The world woke on Thursday to news that a Sunni rebel group called the Islamic State of Iraq and the Levant has taken over Mosul, the country's second-largest city, and Tikrit, the birthplace of Saddam Hussein and a key cog in the oil industry in the north part of the country.
The group has reportedly overrun its largest refinery at Baiji, and has set its sights on the capital of Baghdad, which has a strong Shia majority.
That sent oil prices higher, with all the world's major oil blends gaining between one and two per cent. Brent crude gained $1.95 to $111.90 US a barrel in London, while the North American benchmark WTI gained $1.50 to $105.90 US a barrel, the highest level since September.
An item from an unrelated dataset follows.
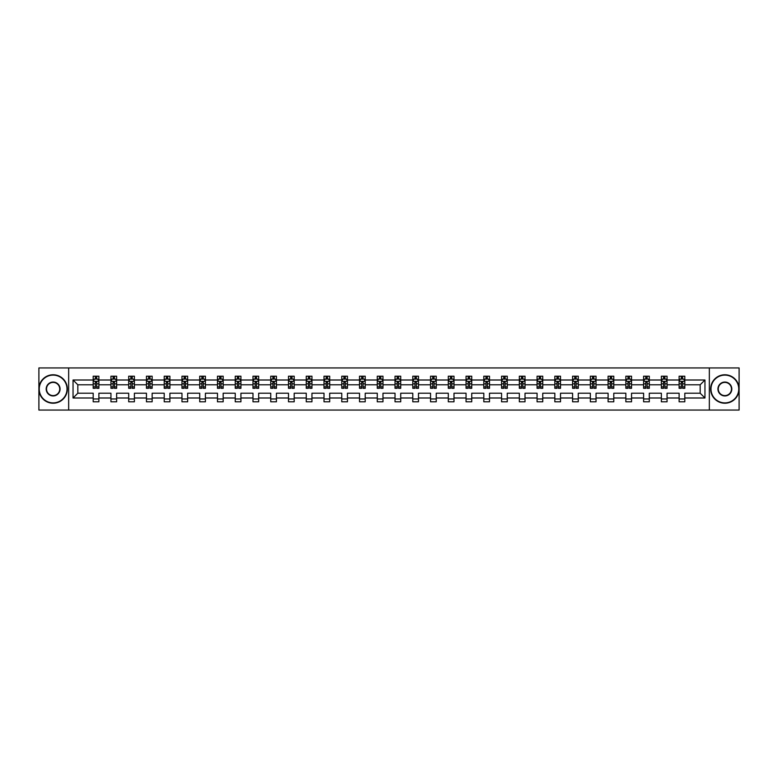 <?xml version="1.0" encoding="UTF-8"?>
<svg xmlns="http://www.w3.org/2000/svg" width="778" height="778" viewBox="0 0 778 778"><rect width="100%" height="100%" fill="white"/><g stroke="black" fill="none" stroke-linecap="round" stroke-linejoin="round"><path stroke-width="1.17" d="M709.341 367.945L38.9 367.945L38.9 410.055L739.1 410.055L739.1 367.945L709.341 367.945L709.341 410.055M684.805 397.996L684.805 393.211L700.171 393.211L704.956 397.996L684.805 397.996L684.805 401.808L679.116 401.808L679.116 397.996L667.057 397.996L667.057 401.808L661.368 401.808L661.368 397.996L649.299 397.996L649.299 401.808L643.61 401.808L643.61 397.996L631.542 397.996L631.542 401.808L625.852 401.808L625.852 397.996L613.784 397.996L613.784 401.808L608.095 401.808L608.095 397.996L596.036 397.996L596.036 401.808L590.346 401.808L590.346 397.996L578.278 397.996L578.278 401.808L572.589 401.808L572.589 397.996L560.52 397.996L560.52 401.808L554.831 401.808L554.831 397.996L542.762 397.996L542.762 401.808L537.073 401.808L537.073 397.996L525.014 397.996L525.014 401.808L519.325 401.808L519.325 397.996L507.256 397.996L507.256 401.808L501.567 401.808L501.567 397.996L489.498 397.996L489.498 401.808L483.809 401.808L483.809 397.996L471.74 397.996L471.74 401.808L466.051 401.808L466.051 397.996L453.992 397.996L453.992 401.808L448.303 401.808L448.303 397.996L436.234 397.996L436.234 401.808L430.545 401.808L430.545 397.996L418.476 397.996L418.476 401.808L412.787 401.808L412.787 397.996L400.719 397.996L400.719 401.808L395.029 401.808L395.029 397.996L382.971 397.996L382.971 401.808L377.281 401.808L377.281 397.996L365.213 397.996L365.213 401.808L359.524 401.808L359.524 397.996L347.455 397.996L347.455 401.808L341.766 401.808L341.766 397.996L329.697 397.996L329.697 401.808L324.008 401.808L324.008 397.996L311.949 397.996L311.949 401.808L306.26 401.808L306.26 397.996L294.191 397.996L294.191 401.808L288.502 401.808L288.502 397.996L276.433 397.996L276.433 401.808L270.744 401.808L270.744 397.996L258.675 397.996L258.675 401.808L252.986 401.808L252.986 397.996L240.927 397.996L240.927 401.808L235.238 401.808L235.238 397.996L223.169 397.996L223.169 401.808L217.48 401.808L217.48 397.996L205.411 397.996L205.411 401.808L199.722 401.808L199.722 397.996L187.654 397.996L187.654 401.808L181.964 401.808L181.964 397.996L169.905 397.996L169.905 401.808L164.216 401.808L164.216 397.996L152.148 397.996L152.148 401.808L146.458 401.808L146.458 397.996L134.39 397.996L134.39 401.808L128.701 401.808L128.701 397.996L116.632 397.996L116.632 401.808L110.943 401.808L110.943 397.996L98.884 397.996L98.884 401.808L93.195 401.808L93.195 397.996L73.044 397.996L73.044 380.004L93.195 380.004L93.195 376.192L98.884 376.192L98.884 380.004L110.943 380.004L110.943 376.192L116.632 376.192L116.632 380.004L128.701 380.004L128.701 376.192L134.39 376.192L134.39 380.004L146.458 380.004L146.458 376.192L152.148 376.192L152.148 380.004L164.216 380.004L164.216 376.192L169.905 376.192L169.905 380.004L181.964 380.004L181.964 376.192L187.654 376.192L187.654 380.004L199.722 380.004L199.722 376.192L205.411 376.192L205.411 380.004L217.48 380.004L217.48 376.192L223.169 376.192L223.169 380.004L235.238 380.004L235.238 376.192L240.927 376.192L240.927 380.004L252.986 380.004L252.986 376.192L258.675 376.192L258.675 380.004L270.744 380.004L270.744 376.192L276.433 376.192L276.433 380.004L288.502 380.004L288.502 376.192L294.191 376.192L294.191 380.004L306.26 380.004L306.26 376.192L311.949 376.192L311.949 380.004L324.008 380.004L324.008 376.192L329.697 376.192L329.697 380.004L341.766 380.004L341.766 376.192L347.455 376.192L347.455 380.004L359.524 380.004L359.524 376.192L365.213 376.192L365.213 380.004L377.281 380.004L377.281 376.192L382.971 376.192L382.971 380.004L395.029 380.004L395.029 376.192L400.719 376.192L400.719 380.004L412.787 380.004L412.787 376.192L418.476 376.192L418.476 380.004L430.545 380.004L430.545 376.192L436.234 376.192L436.234 380.004L448.303 380.004L448.303 376.192L453.992 376.192L453.992 380.004L466.051 380.004L466.051 376.192L471.74 376.192L471.74 380.004L483.809 380.004L483.809 376.192L489.498 376.192L489.498 380.004L501.567 380.004L501.567 376.192L507.256 376.192L507.256 380.004L519.325 380.004L519.325 376.192L525.014 376.192L525.014 380.004L537.073 380.004L537.073 376.192L542.762 376.192L542.762 380.004L554.831 380.004L554.831 376.192L560.52 376.192L560.52 380.004L572.589 380.004L572.589 376.192L578.278 376.192L578.278 380.004L590.346 380.004L590.346 376.192L596.036 376.192L596.036 380.004L608.095 380.004L608.095 376.192L613.784 376.192L613.784 380.004L625.852 380.004L625.852 376.192L631.542 376.192L631.542 380.004L643.61 380.004L643.61 376.192L649.299 376.192L649.299 380.004L661.368 380.004L661.368 376.192L667.057 376.192L667.057 380.004L679.116 380.004L679.116 376.192L684.805 376.192L684.805 380.004L704.956 380.004L704.956 397.996M68.659 410.055L68.659 367.945M679.116 380.004L679.116 384.789L667.057 384.789L667.057 380.004M667.057 397.996L667.057 393.211L679.116 393.211L679.116 397.996M661.368 380.004L661.368 384.789L649.299 384.789L649.299 380.004M649.299 397.996L649.299 393.211L661.368 393.211L661.368 397.996M643.61 380.004L643.61 384.789L631.542 384.789L631.542 380.004M631.542 397.996L631.542 393.211L643.61 393.211L643.61 397.996M625.852 380.004L625.852 384.789L613.784 384.789L613.784 380.004M613.784 397.996L613.784 393.211L625.852 393.211L625.852 397.996M608.095 380.004L608.095 384.789L596.036 384.789L596.036 380.004M596.036 397.996L596.036 393.211L608.095 393.211L608.095 397.996M590.346 380.004L590.346 384.789L578.278 384.789L578.278 380.004M578.278 397.996L578.278 393.211L590.346 393.211L590.346 397.996M572.589 380.004L572.589 384.789L560.52 384.789L560.52 380.004M560.52 397.996L560.52 393.211L572.589 393.211L572.589 397.996M554.831 380.004L554.831 384.789L542.762 384.789L542.762 380.004M542.762 397.996L542.762 393.211L554.831 393.211L554.831 397.996M537.073 380.004L537.073 384.789L525.014 384.789L525.014 380.004M525.014 397.996L525.014 393.211L537.073 393.211L537.073 397.996M519.325 380.004L519.325 384.789L507.256 384.789L507.256 380.004M507.256 397.996L507.256 393.211L519.325 393.211L519.325 397.996M501.567 380.004L501.567 384.789L489.498 384.789L489.498 380.004M489.498 397.996L489.498 393.211L501.567 393.211L501.567 397.996M483.809 380.004L483.809 384.789L471.74 384.789L471.74 380.004M471.74 397.996L471.74 393.211L483.809 393.211L483.809 397.996M466.051 380.004L466.051 384.789L453.992 384.789L453.992 380.004M453.992 397.996L453.992 393.211L466.051 393.211L466.051 397.996M448.303 380.004L448.303 384.789L436.234 384.789L436.234 380.004M436.234 397.996L436.234 393.211L448.303 393.211L448.303 397.996M430.545 380.004L430.545 384.789L418.476 384.789L418.476 380.004M418.476 397.996L418.476 393.211L430.545 393.211L430.545 397.996M412.787 380.004L412.787 384.789L400.719 384.789L400.719 380.004M400.719 397.996L400.719 393.211L412.787 393.211L412.787 397.996M395.029 380.004L395.029 384.789L382.971 384.789L382.971 380.004M382.971 397.996L382.971 393.211L395.029 393.211L395.029 397.996M377.281 380.004L377.281 384.789L365.213 384.789L365.213 380.004M365.213 397.996L365.213 393.211L377.281 393.211L377.281 397.996M359.524 380.004L359.524 384.789L347.455 384.789L347.455 380.004M347.455 397.996L347.455 393.211L359.524 393.211L359.524 397.996M341.766 380.004L341.766 384.789L329.697 384.789L329.697 380.004M329.697 397.996L329.697 393.211L341.766 393.211L341.766 397.996M324.008 380.004L324.008 384.789L311.949 384.789L311.949 380.004M311.949 397.996L311.949 393.211L324.008 393.211L324.008 397.996M306.26 380.004L306.26 384.789L294.191 384.789L294.191 380.004M294.191 397.996L294.191 393.211L306.26 393.211L306.26 397.996M288.502 380.004L288.502 384.789L276.433 384.789L276.433 380.004M276.433 397.996L276.433 393.211L288.502 393.211L288.502 397.996M270.744 380.004L270.744 384.789L258.675 384.789L258.675 380.004M258.675 397.996L258.675 393.211L270.744 393.211L270.744 397.996M252.986 380.004L252.986 384.789L240.927 384.789L240.927 380.004M240.927 397.996L240.927 393.211L252.986 393.211L252.986 397.996M235.238 380.004L235.238 384.789L223.169 384.789L223.169 380.004M223.169 397.996L223.169 393.211L235.238 393.211L235.238 397.996M217.48 380.004L217.48 384.789L205.411 384.789L205.411 380.004M205.411 397.996L205.411 393.211L217.48 393.211L217.48 397.996M199.722 380.004L199.722 384.789L187.654 384.789L187.654 380.004M187.654 397.996L187.654 393.211L199.722 393.211L199.722 397.996M181.964 380.004L181.964 384.789L169.905 384.789L169.905 380.004M169.905 397.996L169.905 393.211L181.964 393.211L181.964 397.996M164.216 380.004L164.216 384.789L152.148 384.789L152.148 380.004M152.148 397.996L152.148 393.211L164.216 393.211L164.216 397.996M146.458 380.004L146.458 384.789L134.39 384.789L134.39 380.004M134.39 397.996L134.39 393.211L146.458 393.211L146.458 397.996M128.701 380.004L128.701 384.789L116.632 384.789L116.632 380.004M116.632 397.996L116.632 393.211L128.701 393.211L128.701 397.996M110.943 380.004L110.943 384.789L98.884 384.789L98.884 380.004M98.884 397.996L98.884 393.211L110.943 393.211L110.943 397.996M93.195 380.004L93.195 384.789L77.829 384.789L77.829 393.211L93.195 393.211L93.195 397.996M73.044 380.004L77.829 384.789M700.171 393.211L700.171 384.789L684.805 384.789L684.805 380.004M681.285 379.042L682.646 379.042M663.527 379.042L664.889 379.042M645.769 379.042L647.14 379.042M628.011 379.042L629.383 379.042M610.263 379.042L611.625 379.042M592.505 379.042L593.867 379.042M574.748 379.042L576.119 379.042M556.99 379.042L558.361 379.042M539.242 379.042L540.603 379.042M521.484 379.042L522.845 379.042M503.726 379.042L505.097 379.042M485.968 379.042L487.339 379.042M468.22 379.042L469.581 379.042M450.462 379.042L451.824 379.042M432.704 379.042L434.075 379.042M414.946 379.042L416.318 379.042M397.198 379.042L398.56 379.042M379.44 379.042L380.802 379.042M361.682 379.042L363.054 379.042M343.925 379.042L345.296 379.042M326.176 379.042L327.538 379.042M308.419 379.042L309.78 379.042M290.661 379.042L292.032 379.042M272.903 379.042L274.274 379.042M255.155 379.042L256.516 379.042M237.397 379.042L238.758 379.042M219.639 379.042L221.01 379.042M201.881 379.042L203.252 379.042M184.133 379.042L185.495 379.042M166.375 379.042L167.737 379.042M148.617 379.042L149.989 379.042M130.86 379.042L132.231 379.042M113.111 379.042L114.473 379.042M95.354 379.042L96.715 379.042M93.195 398.958L98.884 398.958M110.943 398.958L116.632 398.958M128.701 398.958L134.39 398.958M146.458 398.958L152.148 398.958M164.216 398.958L169.905 398.958M181.964 398.958L187.654 398.958M199.722 398.958L205.411 398.958M217.48 398.958L223.169 398.958M235.238 398.958L240.927 398.958M252.986 398.958L258.675 398.958M270.744 398.958L276.433 398.958M288.502 398.958L294.191 398.958M306.26 398.958L311.949 398.958M324.008 398.958L329.697 398.958M341.766 398.958L347.455 398.958M359.524 398.958L365.213 398.958M377.281 398.958L382.971 398.958M395.029 398.958L400.719 398.958M412.787 398.958L418.476 398.958M430.545 398.958L436.234 398.958M448.303 398.958L453.992 398.958M466.051 398.958L471.74 398.958M483.809 398.958L489.498 398.958M501.567 398.958L507.256 398.958M519.325 398.958L525.014 398.958M537.073 398.958L542.762 398.958M554.831 398.958L560.52 398.958M572.589 398.958L578.278 398.958M590.346 398.958L596.036 398.958M608.095 398.958L613.784 398.958M625.852 398.958L631.542 398.958M643.61 398.958L649.299 398.958M661.368 398.958L667.057 398.958M679.116 398.958L684.805 398.958M77.829 393.211L73.044 397.996M704.956 380.004L700.171 384.789M96.715 377.68L95.354 377.68M94.264 379.236L93.195 379.236L93.195 376.192L95.354 376.192L95.354 379.1M93.195 386.89L93.195 388.319L95.354 388.319L95.354 386.89L93.195 386.89L93.195 384.789M98.884 384.789L98.884 388.319L96.715 388.319L96.715 382.231L95.354 382.231L95.354 386.89M97.814 379.236L98.884 379.236L98.884 376.192L96.715 376.192L96.715 379.1M98.884 381.376L97.746 379.1L94.332 379.1L93.195 381.376M53.128 375.113A13.887 13.887 0 0 0 39.24 389A13.887 13.887 0 0 0 53.128 402.887A13.887 13.887 0 0 0 67.015 389A13.887 13.887 0 0 0 53.128 375.113M53.128 403.228A14.228 14.228 0 0 1 38.9 389A14.228 14.228 0 0 1 53.128 374.772A14.228 14.228 0 0 1 67.355 389A14.228 14.228 0 0 1 53.128 403.228M53.128 382.056A6.944 6.944 0 0 1 60.071 389A6.944 6.944 0 0 1 53.128 395.944A6.944 6.944 0 0 1 46.184 389A6.944 6.944 0 0 1 53.128 382.056M53.128 395.603A6.603 6.603 0 0 0 59.731 389A6.603 6.603 0 0 0 53.128 382.397A6.603 6.603 0 0 0 46.524 389A6.603 6.603 0 0 0 53.128 395.603M724.872 375.113A13.887 13.887 0 0 0 710.985 389A13.887 13.887 0 0 0 724.872 402.887A13.887 13.887 0 0 0 738.76 389A13.887 13.887 0 0 0 724.872 375.113M724.872 403.228A14.228 14.228 0 0 1 710.645 389A14.228 14.228 0 0 1 724.872 374.772A14.228 14.228 0 0 1 739.1 389A14.228 14.228 0 0 1 724.872 403.228M724.872 382.056A6.944 6.944 0 0 1 731.816 389A6.944 6.944 0 0 1 724.872 395.944A6.944 6.944 0 0 1 717.929 389A6.944 6.944 0 0 1 724.872 382.056M724.872 395.603A6.603 6.603 0 0 0 731.476 389A6.603 6.603 0 0 0 724.872 382.397A6.603 6.603 0 0 0 718.269 389A6.603 6.603 0 0 0 724.872 395.603M114.473 377.68L113.111 377.68M112.013 379.236L110.943 379.236L110.943 376.192L113.111 376.192L113.111 379.1M110.943 386.89L110.943 388.319L113.111 388.319L113.111 386.89L110.943 386.89L110.943 384.789M116.632 384.789L116.632 388.319L114.473 388.319L114.473 382.231L113.111 382.231L113.111 386.89M115.562 379.236L116.632 379.236L116.632 376.192L114.473 376.192L114.473 379.1M116.632 381.376L115.494 379.1L112.081 379.1L110.943 381.376M132.231 377.68L130.86 377.68M129.77 379.236L128.701 379.236L128.701 376.192L130.86 376.192L130.86 379.1M128.701 386.89L128.701 388.319L130.86 388.319L130.86 386.89L128.701 386.89L128.701 384.789M134.39 384.789L134.39 388.319L132.231 388.319L132.231 382.231L130.86 382.231L130.86 386.89M133.32 379.236L134.39 379.236L134.39 376.192L132.231 376.192L132.231 379.1M134.39 381.376L133.252 379.1L129.838 379.1L128.701 381.376M149.989 377.68L148.617 377.68M147.528 379.236L146.458 379.236L146.458 376.192L148.617 376.192L148.617 379.1M146.458 386.89L146.458 388.319L148.617 388.319L148.617 386.89L146.458 386.89L146.458 384.789M152.148 384.789L152.148 388.319L149.989 388.319L149.989 382.231L148.617 382.231L148.617 386.89M151.078 379.236L152.148 379.236L152.148 376.192L149.989 376.192L149.989 379.1M152.148 381.376L151.01 379.1L147.596 379.1L146.458 381.376M167.737 377.68L166.375 377.68M165.286 379.236L164.216 379.236L164.216 376.192L166.375 376.192L166.375 379.1M164.216 386.89L164.216 388.319L166.375 388.319L166.375 386.89L164.216 386.89L164.216 384.789M169.905 384.789L169.905 388.319L167.737 388.319L167.737 382.231L166.375 382.231L166.375 386.89M168.836 379.236L169.905 379.236L169.905 376.192L167.737 376.192L167.737 379.1M169.905 381.376L168.768 379.1L165.354 379.1L164.216 381.376M185.495 377.68L184.133 377.68M183.034 379.236L181.964 379.236L181.964 376.192L184.133 376.192L184.133 379.1M181.964 386.89L181.964 388.319L184.133 388.319L184.133 386.89L181.964 386.89L181.964 384.789M187.654 384.789L187.654 388.319L185.495 388.319L185.495 382.231L184.133 382.231L184.133 386.89M186.584 379.236L187.654 379.236L187.654 376.192L185.495 376.192L185.495 379.1M187.654 381.376L186.516 379.1L183.102 379.1L181.964 381.376M203.252 377.68L201.881 377.68M200.792 379.236L199.722 379.236L199.722 376.192L201.881 376.192L201.881 379.1M199.722 386.89L199.722 388.319L201.881 388.319L201.881 386.89L199.722 386.89L199.722 384.789M205.411 384.789L205.411 388.319L203.252 388.319L203.252 382.231L201.881 382.231L201.881 386.89M204.342 379.236L205.411 379.236L205.411 376.192L203.252 376.192L203.252 379.1M205.411 381.376L204.274 379.1L200.86 379.1L199.722 381.376M221.01 377.68L219.639 377.68M218.55 379.236L217.48 379.236L217.48 376.192L219.639 376.192L219.639 379.1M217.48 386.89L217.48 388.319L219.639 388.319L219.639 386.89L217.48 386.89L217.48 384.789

Canadian oil (which trades at a discount to others because it has a different chemical composition and must be sent far afield to be refined) was trading at $86.69 a barrel, up $1.40 on the day.
"I would entirely ascribe this move to the insurrection in the north of Iraq," Christopher Bellew of oil trading firm Jefferies Bache said. "The fear is that it will cause a threat to Iraqi oil exports … If this conflict knocked out Iraq as an exporter, that would have significant impact on prices."
The effect on prices will be a lot more if the insurrection spreads south to the area around Kuwait, where the majority of Iraq's three million barrels of oil exported per day comes from.
"For now, the conflict is located in the north of the country, but it seems that the market may be concerned that it could spread toward the producing fields in the south," research firm JBC Energy said in a note.
Prolonged supply issues in Iraq would eventually play out in higher prices, as OPEC lacks the capacity to make up Iraq's shortfall. World demand for oil has grown from 88.5 million barrels a day in 2010 to an estimated 92.8 million barrels a day this year. All of Lybia's oil has effectively been removed from the system since the ouster of Gadhafi in 2012 has dropped that country's oil industry into disarray.
Increased output from non-OPEC countries like Canada and the U.S. has kept prices lower than they would otherwise be, as a boom in U.S. shale oil has caused America's oil output to rise by four million barrels per day over the last four years. That's more than the entire output of Canada, the world's 5th largest producer.
Global oil markets have been unusually steady since 2010. Dramatic changes in oil production around the globe have offset each other instead of wreaking havoc. That has helped keep world oil prices high enough to provide OPEC countries with robust income, but not so high that they scare customers away from buying more oil.
The stable oil prices have helped o bolster the current economic recovery and there are fears a price shock could upset that balance, and halt growth before it takes hold in the U.S. and EU.
If the situation with ISIL in Iraq escalates to include more oil-producing regions, oil prices would likely move higher still.
"A $2 move is nothing in historical terms," BNP Paribas oil analyst Gareth Lewes-Davis. "A lot would have to happen before we saw a serious disruption to exports."